Often you can find a PE to write a letter discussing the instructions for a nominal fee based on a simple review of your plans. This would be minimal in cost and could save you a ton in the future


----------



## jomama45 (Nov 13, 2008)

It is code specific, but here there are very clear tables that give you rod dia., spacing & placement within the cell depending on wall width, height, unbalanced fill height, etc.... All of the tables call for vertical rod only. Generally the only time we see horizontal rebar (bond beams) in resi block walls is if a commercial architect drew the plans.


----------



## Steeler99 (Jan 30, 2011)

In the northeast, I generally see horizontal rebar and ties in the footings. The rebar in the footings will resist sagging in the center of the wall..but only if placed properly. If it's at the top of the footing, it's worthless.


----------



## jomama45 (Nov 13, 2008)

I do agree Steeler, I just took the question as pertaining to the block walls themselves. I may have been mistaken in what his question was.


----------



## bluebird5 (Jan 24, 2011)

im in tennessee and i see 2 number 4 rebar in the footings on chairs but don't see rebar in the block but i was thinking with no vertical rebar would it be possible for the whole structure to shift without rebar tying the block to the footer?


----------



## Steeler99 (Jan 30, 2011)

The walls can shift if rebar isn't placed properly, but more importantly, they can buckle due to the wall in effect being a retaining wall. Any retaining wall over three feet high should in theory be reinforced in some way.

You don't need it in every cell, but usually it'll be at 24" or 48" o.c...and there's a bunch of variables in deciding it's size and placement.

In the footing, there'll usually be ties at 12" o.c. along with three bars placed evenly at the bottom of the footing...keeping at least three inches of concrete from the sides and bottom.

In the footing, there will be "L" shaped rebar that are spaced so that they can be lapped and tied in with the vertical rebar. Even the lap should be determined by an engineer.

Keep in mind, I'm not a PE and my recommendations are general in scope and apply in common building applications.


----------



## jomama45 (Nov 13, 2008)

Here's a link to WI code to give you an idea on reinforcement:

http://legis.wisconsin.gov/rsb/code/comm/comm021.pdf

Go to page 30 to see the tables I was talking about. The first table is used to determine allowable wall width. The next three show diameter, spacing, and placement of steel in regards to the walls outside edge, all based on wall width, height & unbalanced fill height.

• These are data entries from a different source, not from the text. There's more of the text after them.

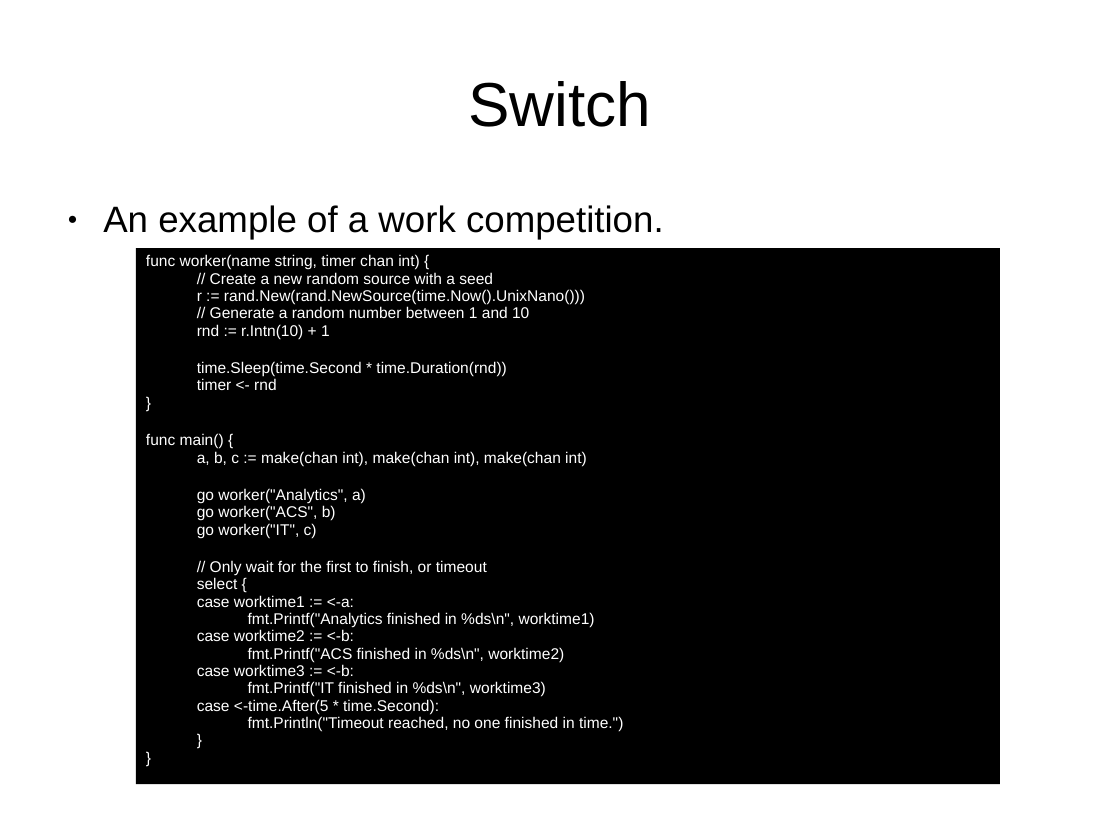
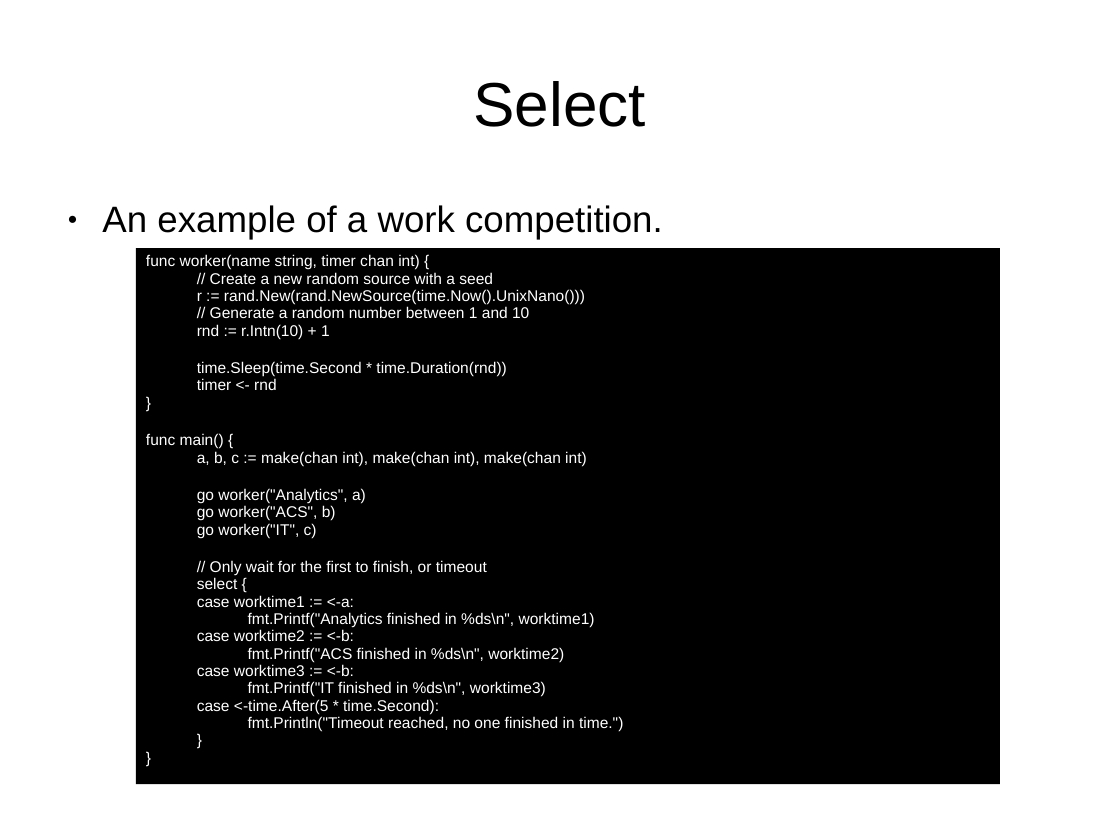
Before and after one commit to smicker/go_course, a slide deck: slide 47 of Golang genomgång.ppt. Drawn at 1120x840 pixels with LibreOffice and Linux fonts; fonts in the diff are those of the drawing; background and template pictures are left out. Boxes give left, top, right and bottom in pixels: in the first picture for what was removed or moved away, otherwise in the second. Text is boxed around its words. In the diff, an @@ line names an element or a change of style, - is before the commit and + after.

Commit message:
Updated ppt and select

```diff
--- a/Golang genomgång.ppt
+++ b/Golang genomgång.ppt
@@ title at [473, 81, 645, 127]: text changed @@
-Switch
+Select
```
Also in this commit, not shown: 47 other slides changed, 2 slides added, 2 slides removed, 1 other file.

Note that there is no inclusion for walls 4' and under. These should still get pilasters at the anchor bolts IMO. Especially necessary if the wood walls above are part of a shear wall, typically on garage OH door wings, narrow corner walls, etc....

Hope this gives you an idea, but you really should still determine what your own code requires.


----------



## Daniel Holzman (Mar 10, 2009)

Block foundation reinforcing is different from poured concrete reinforcing. Block foundation is typically placed with the hollows facing upward. Vertical reinforcing may be placed if the blocks are filled with concrete after placement. This is commonly done in cases where the block is resisting soil load, or in seismic areas, or if the wall is over 4 feet tall, but may be required by the local building inspector. The rebar is typically #4 spaced 32 inches on center, however this varies by the region, check with your local building inspector.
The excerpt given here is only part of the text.